L’Institut confirme aussi un chômage record. Son analyse de la situation française s’inscrit dans le contexte économique mondial.

« Le taux de chômage devrait poursuivre sa hausse pour atteindre 10,6% de la population active en métropole mi-2013 et 11% avec les départements d’outre-mer », prévoit l’INSEE dans sa note de conjoncture publiée le 21 mars. Plus loin, l’Institut national de la statistique et des études économiques précise : « Si ces prévisions se vérifiaient, le record absolu de chômage, enregistré en 1994 et 1997, serait dépassé. » Cédric Audenis, chef du département de la conjoncture, explique ce niveau élevé comme une « conséquence directe de l’absence de croissance », l’économie française étant confrontée à une croissance « quasi nulle » pendant toute la première moitié de 2013, donc jusqu’en juin.

Dans cette note de plus de cent cinquante pages, l’INSEE inscrit la situation économique de la France dans un contexte mondial et, bien sûr, européen. « Dans les économies avancées, est-il écrit, les politiques monétaires restent accommodantes [...]. Cependant, dans la zone euro, les difficultés perdurent : le fonctionnement du marché monétaire n’a pas été totalement normalisé, les conditions d’octroi de crédit ne s’assouplissent pas.
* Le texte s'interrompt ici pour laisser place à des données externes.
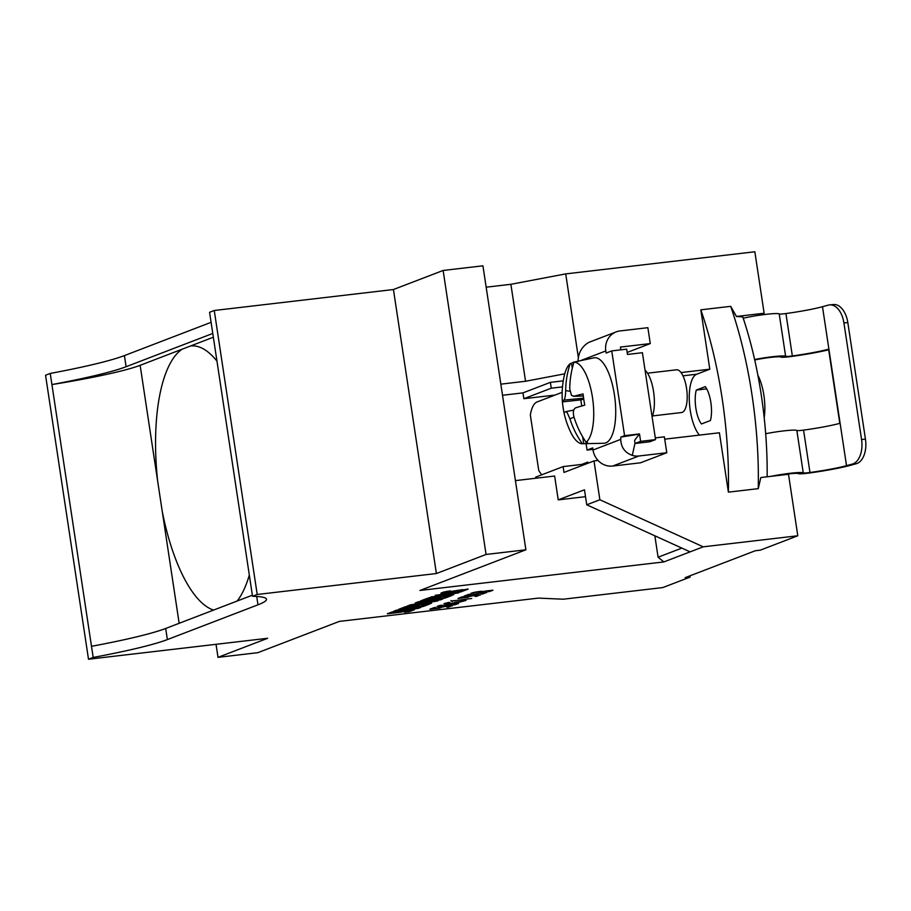 <?xml version="1.0" encoding="UTF-8"?>
<svg xmlns="http://www.w3.org/2000/svg" width="911" height="911" viewBox="0 0 911 911"><rect width="100%" height="100%" fill="white"/><g stroke="black" fill="none" stroke-linecap="round" stroke-linejoin="round"><path stroke-width="1.37" d="M252.529 596.284L209.576 312.279L214.256 310.492L393.438 289.527L443.122 270.465L482.932 265.807L525.886 549.8L486.064 554.457L436.392 573.531L257.209 594.484L252.529 596.284A134.464 11.57 -8.6 0 1 266.502 599.256A134.464 11.57 -8.6 0 1 257.984 604.813L167.362 639.59A134.464 11.57 -8.6 0 1 93.184 657.435L88.504 659.234L45.55 375.23L50.242 373.43L51.916 384.567A107.578 9.258 171.4 0 0 140.146 365.311L157.683 481.247A133.393 48.454 83.3 0 1 182.166 349.186L190.513 345.986A133.393 48.454 83.3 0 1 190.638 345.964A133.393 48.454 83.3 0 1 216.966 361.132M654.85 535.805L658.084 557.213L663.857 561.928L419.971 590.453L525.886 549.8M88.504 659.234L267.686 638.269L218.002 657.343L257.824 652.686L339.37 621.393L538.458 598.106L563.283 599.21L662.832 587.561L690.117 577.096L689.923 575.832M443.122 270.465L486.064 554.457M213.561 610.085A133.393 48.454 83.3 0 1 162.204 511.105L157.683 481.247M249.318 575.046A133.393 48.454 83.3 0 1 237.145 601.032M182.166 349.186L140.146 365.311M213.345 337.218L190.513 345.986M252.358 595.19L165.688 628.465A134.464 11.57 -8.6 0 1 91.499 646.309L93.184 657.435M214.256 310.492L257.209 594.484M393.438 289.527L436.392 573.531M212.775 333.449L126.094 366.723A134.464 11.57 -8.6 0 1 51.916 384.567L91.499 646.309M211.09 322.323L124.42 355.597A134.464 11.57 -8.6 0 1 50.242 373.43M216.032 644.316L218.002 657.343M663.857 561.928L703.224 546.828L797.797 535.77L760.309 550.153L755.321 550.734L685.14 577.676L690.117 577.096M443.498 592.082L450.41 590.875L446.003 592.344L448.554 592.104L468.06 589.144L462.89 591.114L457.903 591.694L462.72 590.066L440.901 593.243L443.498 592.082M462.651 589.633L441.277 592.902M435.299 595.282L461.763 591.683L439.706 595.942L453.61 594.815L429.013 597.684L450.786 593.471L435.299 595.282M487.692 591.694C496.518 589.645 484.265 590.715 481.395 592.218L479.505 592.446C481.543 591.546 480.291 591.49 475.747 592.275L470.964 593.642C469.894 592.719 483.9 590.544 482.306 591.615L492.942 590.271L489.355 591.558L487.692 591.694L492.27 590.112M479.505 592.446L480.655 591.319M420.563 600.93L427.396 598.311L431.939 597.787L427.817 599.37L440.958 596.864L437.36 598.242L443.088 597.582L447.301 595.965L452.072 595.407L445.149 598.06L420.563 600.93M486.326 592.526L482.853 593.949L481.304 594.052L484.128 592.913C478.742 593.266 475.462 593.926 474.289 594.894L464.246 596.045L468.3 594.484L470.19 594.268L466.99 595.498L472.718 594.849C476.054 593.528 480.587 592.754 486.326 592.526L486.702 592.662M415.177 603.002L418.411 601.761L442.997 598.891L440.4 599.882L424.173 601.784L437.918 600.896L417.261 604.437L431.609 603.253L407.012 606.134L410.417 604.824L427.794 602.171L415.177 603.002M480.074 594.917L476.612 596.341L475.064 596.443L477.888 595.304C472.49 595.669 469.222 596.329 468.049 597.297L458.005 598.436L462.048 596.887L463.95 596.659L460.75 597.889L466.478 597.24C469.803 595.919 474.335 595.145 480.074 594.917L480.461 595.065M471.739 598.481L451.082 601.089L471.739 598.481M398.551 609.379L405.384 606.76L409.927 606.225L405.782 607.819L414.835 605.804L418.935 605.325L415.336 606.703L421.064 606.031L425.289 604.414L430.06 603.856L423.148 606.51L398.551 609.379M454.338 602.41L466.102 600.417L455.955 603.071L443.805 603.982L448.121 602.524L449.704 602.41L445.866 603.64L455.591 602.9L463.836 600.907L454.338 602.41M393.609 611.281L396.399 610.211L420.996 607.33L418.195 608.4L393.609 611.281M453.097 604.938C457.618 603.674 457.015 603.469 451.287 604.335L444.773 605.804C436.927 607.068 435.447 606.92 440.332 605.382L442.222 605.2C437.599 606.703 439.717 606.51 448.542 604.631L458.438 603.515L454.988 604.745L453.097 604.938L456.229 603.355M437.098 606.532L440.332 605.382M442.222 605.2L439.136 605.633M404.347 612.249C413.571 609.937 407.331 610.347 401.239 612.112L387.357 613.798L392.083 611.987L396.866 611.418C391.195 613.023 391.126 613.297 396.661 612.26L414.539 609.675L409.346 611.668L404.347 612.249L409.164 610.119M396.866 611.418C391.195 613.023 391.126 613.297 396.661 612.26M451.947 605.713L448.485 607.136L446.937 607.238L449.761 606.1C444.374 606.464 441.095 607.125 439.922 608.081L429.878 609.231L433.921 607.683L435.822 607.455L432.623 608.685L438.35 608.036C441.687 606.715 446.219 605.94 451.947 605.713L452.334 605.861M486.167 287.193L510.889 284.3L565.708 273.892L754.843 251.766L764.135 313.236L758.715 315.32M696.289 390.079L705.285 386.617A21.511 7.812 83.3 0 1 710.421 420.529L701.424 423.979A21.511 7.812 83.3 0 1 696.289 390.079L706.708 388.86M865.45 439.159L861.555 439.501A21.511 12.72 85 0 1 852.366 464.075L846.524 465.669L822.485 306.711L828.327 305.117A21.511 12.72 85 0 1 829.67 304.878L833.565 304.536A21.511 12.72 85 0 1 847.822 322.596L865.45 439.159A21.511 12.72 85 0 1 856.26 463.733L850.407 465.327A43.033 3.701 -8.6 0 1 809.23 473.025A12.913 1.116 -8.6 0 1 798.48 473.618A16.136 1.389 171.4 0 0 776.878 475.667M754.615 359.526A20.976 1.811 -8.6 0 1 785.624 356.303A8.062 0.695 171.4 0 0 792.342 355.939A38.194 3.291 171.4 0 0 828.577 349.186L839.794 423.364A38.194 3.291 -8.6 0 1 803.559 430.117A8.062 0.695 -8.6 0 1 796.852 430.482A20.976 1.811 -8.6 0 0 765.684 433.727M846.524 465.669A38.194 3.291 -8.6 0 1 809.97 472.502A8.062 0.695 -8.6 0 1 803.251 472.866A20.976 1.811 171.4 0 0 770.911 476.362M757.906 375.309A32.272 11.718 83.3 0 1 764.192 417.648M822.485 306.711A38.194 3.291 -8.6 0 1 785.931 313.543A8.062 0.695 -8.6 0 1 779.212 313.919A20.976 1.811 171.4 0 0 765.263 314.432A20.976 1.811 171.4 0 0 743.228 318.235M754.729 360.004A16.136 1.389 -8.6 0 1 771.139 357.328A16.136 1.389 -8.6 0 1 780.852 357.055A12.913 1.116 171.4 0 0 791.602 356.463A43.033 3.701 171.4 0 0 828.668 349.813M861.555 439.501L843.928 322.927A21.511 12.72 85 0 0 829.67 304.878M572.29 368.26L571.55 363.341A41.143 14.952 83.3 0 1 573.372 362.282A41.143 14.952 83.3 0 1 574.215 362.031A41.143 14.952 83.3 0 1 575.296 361.906L574.021 362.179A86.033 78.255 70.5 0 0 569.762 389.043L571.436 395.283L573.964 396.239A86.033 8.871 -6.1 0 1 583.097 393.939A86.01 62.278 76.2 0 0 584.782 405.133A86.033 5.921 -11.1 0 0 575.718 407.809C573.304 409.107 572.746 412.262 574.032 417.272A86.033 78.255 70.5 0 0 586.137 442.29L587.447 442.279A41.143 14.952 83.3 0 1 583.769 443.714A41.143 14.952 83.3 0 1 583.7 443.714L582.653 436.79M583.746 399.155L580.808 399.883L581.73 405.999M583.7 443.714L582.334 443.748A86.033 81.204 -112.9 0 1 569.933 418.844L567.223 412.717L565.731 411.635A86.033 5.921 -11.1 0 0 564.125 413.059A86.01 85.691 164.3 0 1 562.429 401.876L580.808 399.883M573.338 396.331L583.313 395.966M574.021 362.179A41.018 14.906 83.3 0 1 592.48 397.481A41.018 14.906 83.3 0 1 586.137 442.29M562.429 401.876A86.033 8.871 -6.1 0 1 563.977 400.077C564.957 398.938 565.526 395.784 565.674 390.603A86.033 81.204 -112.9 0 1 570.229 363.637L571.55 363.341M582.334 443.748A41.018 14.906 83.3 0 1 570.844 432.531A86.055 86.055 0 0 1 564.228 375.89A41.018 14.906 83.3 0 1 570.229 363.637M574.215 362.031L593.881 357.829A43.033 15.635 83.3 0 1 614.936 398.665A43.033 15.635 83.3 0 1 603.879 443.258L583.769 443.714M587.937 463.243L587.766 462.105L581.708 464.428M541.817 474.779A32.272 11.718 -96.7 0 1 538.731 470.406L530.35 415.052A32.272 11.718 -96.7 0 1 537.023 401.979L562.167 392.322M586.103 443.657L587.071 450.068L592.697 447.905L593.015 450.023A18.288 16.967 69 0 0 612.67 466.056L638.907 455.99A18.288 16.967 69 0 1 632.268 455.386C624.844 452.63 621.006 447.29 620.755 439.375L620.846 437.109L624.57 435.674L611.748 350.906L626.677 349.152L627.474 354.459L642.403 352.705L655.556 439.603L649.93 441.755L634.99 443.509L634.648 440.275L639.499 433.932L640.615 441.345L655.556 439.603M634.99 443.509L640.615 441.345M645.045 370.151A26.897 9.77 83.3 0 1 653.574 391.65A26.897 9.77 83.3 0 1 652.128 416.976M703.224 546.828L599.871 499.763L586.741 504.796L584.475 489.799L558.238 499.877L585.522 496.677M664.734 439.17L719.405 432.771L728.39 492.145L758.248 488.649L760.833 477.535L788.505 474.301L797.797 535.77M764.135 313.236L736.475 316.47L742.784 316.914A193.633 70.341 83.3 0 1 767.153 476.795M502.519 395.26L522.971 392.88L550.381 382.358L563.26 380.855M564.74 373.817L525.556 381.265L500.834 384.157M586.228 463.904L563.123 466.603L535.714 477.125L535.873 478.218M554.993 395.078L523.848 398.711L522.971 392.88M550.381 382.358L551.257 388.188L523.848 398.711M515.421 480.621L554.628 476.032L558.238 499.877M563.123 466.603L564 472.433L593.995 460.92L598.049 460.454M565.708 273.892L578.394 357.795M681.029 372.553L709.794 369.194L700.821 309.831L730.679 306.335L736.475 316.47M599.871 499.763L593.995 460.92M758.248 488.649A209.769 76.194 -96.7 0 0 730.679 306.335M728.39 492.145A209.769 76.194 -96.7 0 0 700.821 309.831M709.794 369.194L696.676 374.227A32.272 11.718 -96.7 0 0 689.331 401.216A32.272 11.718 -96.7 0 0 699.454 435.105M525.556 381.265L510.889 284.3M586.741 504.796L690.105 551.861M658.084 557.213L681.838 548.103M551.257 388.188L562.497 386.879M611.748 350.906L606.122 353.058L605.804 350.94A18.288 16.967 69 0 1 616.166 331.889A18.288 16.967 69 0 1 619.992 330.944L647.869 327.687L650.272 343.584L620.414 347.08L620.824 349.835M616.166 331.889L589.929 341.955A18.288 16.967 69 0 0 587.527 343.128C581.32 347.478 578.166 353.639 578.052 361.587M624.57 435.674L639.499 433.932M620.846 437.109L638.782 434.205M638.907 455.99L666.784 452.733L664.381 436.836L655.294 437.895M612.67 466.056L640.535 462.799L666.784 452.733M587.071 450.068L592.924 449.385M627.178 352.443L650.272 343.584M647.527 373.191L676.543 369.798A21.511 7.812 83.3 0 1 686.541 388.291A21.511 7.812 83.3 0 1 681.542 412.535L652.527 415.928M486.03 592.503L484.618 592.959M474.289 594.894L473.413 594.462M466.944 595.19L466.238 595.27M445.149 598.06L422.579 600.155M449.966 595.646L445.069 597.525M437.36 598.242L438.851 597.115M427.817 599.37L429.833 598.026M472.991 593.357L472.16 592.936M481.395 592.218L480.723 591.763M482.181 591.353L481.315 591.694M439.706 595.896L431.04 596.91M439.706 595.942L458.814 592.822M459.668 591.922L458.734 592.287M423.148 606.51L400.578 608.605M427.965 604.095L423.068 605.974M415.336 606.703L416.828 605.564M405.782 607.819L407.832 606.475M452.437 601.465L451.002 600.565M454.475 600.588L452.357 600.93M479.79 594.906L478.377 595.35M468.049 597.297L467.172 596.853M460.704 597.593L459.998 597.673M427.794 602.171L416.851 602.353M417.261 604.392L409.039 605.36M417.261 604.437L436.232 600.987M424.173 601.784L440.4 599.882M440.901 599.131L440.32 599.358M451.662 605.701L450.25 606.145M439.922 608.081L439.045 607.648M432.577 608.389L431.871 608.468M465.122 600.531L463.801 600.975M445.786 603.116L444.283 603.629M418.195 608.4L395.625 610.507M418.889 607.58L418.115 607.876M457.721 603.378L456.297 603.834M439.204 606.054L437.747 606.134M401.239 612.112L387.733 613.456M404.268 611.725C413.492 609.413 407.251 609.812 401.159 611.588M409.346 611.668L407.638 611.327M414.095 609.493L409.267 611.133M393.427 611.828L392.447 612.83M462.89 591.114L461.182 590.772M467.628 588.95L462.811 590.59M446.971 591.273L445.923 591.808M549.618 395.704L549.823 397.059M162.204 511.105L179.16 623.283M167.362 639.59L165.688 628.465M257.984 604.813L256.72 596.466M124.42 355.597L126.094 366.723M809.97 472.502L803.559 430.117M803.251 472.866L796.852 430.482M785.624 356.303L779.212 313.919M792.342 355.939L785.931 313.543M847.822 322.596L843.928 322.927M856.26 463.733L852.366 464.075M565.982 411.59L573.725 410.132M569.933 418.844L573.987 417.113M583.609 398.198L563.977 400.077M569.91 391.286L565.674 390.603M682.965 375.833L696.676 374.227M580.284 360.733L605.804 350.94M593.015 450.023L620.755 439.375M632.268 455.386L634.978 443.361M573.736 410.109L565.833 411.601M583.325 396.012L573.406 396.331"/></g></svg>

Le crédit continue par conséquent d’y reculer. » Un recul qui entre dans cet autre élément de conjoncture : « Au quatrième trimestre 2012, l’activité dans la zone euro s’est fortement contractée (-0,6% après -0,1%). »

ET L’ALLEMAGNE ?

Cette évolution n’est évidemment pas étrangère à l’explosion du chômage en France où, indique l’Institut, l’emploi marchand, dans l’industrie en particulier, « continuerait de pâtir de la faiblesse de l’activité et son repli se poursuivrait... ». Ainsi, 74.000 postes devraient y être supprimés au premier semestre 2013, après 91.000 au second semestre 2012.

Mais alors, demande l’INSEE, « pourquoi le chômage a-t-il continué de baisser en Allemagne après 2007 ? ». Et de répondre :« Les facteurs structurels de baisse du chômage (modération salariale à partir de 1996, amélioration du suivi des demandeurs d’emploi, durcissement de l’indemnisation chômage) sont largement intervenus avant 2005. Si la modération salariale a cependant pesé sur la demande intérieure de l’Allemagne, la demande extérieure a pris le relais. » Cela confirme le « dumping social », ces facteurs structurels créant une concurrence déloyale envers ses voisins, malgré l’Union européenne.

Cependant, outre-Rhin et toujours selon l’Institut, « cette performance sur le front de l’emploi a un revers. Elle s’est faite en partie via la création d’emplois à temps partiel ou très partiel, ce qui a conduit à un accroissement des inégalités salariales. En outre, le durcissement des conditions d’indemnisation, conjugué à un nombre très élevé de chômeurs de longue durée, a conduit à une forte augmentation du taux de pauvreté des chômeurs ». Le revers est même double, contre les salaires et contre les chômeurs.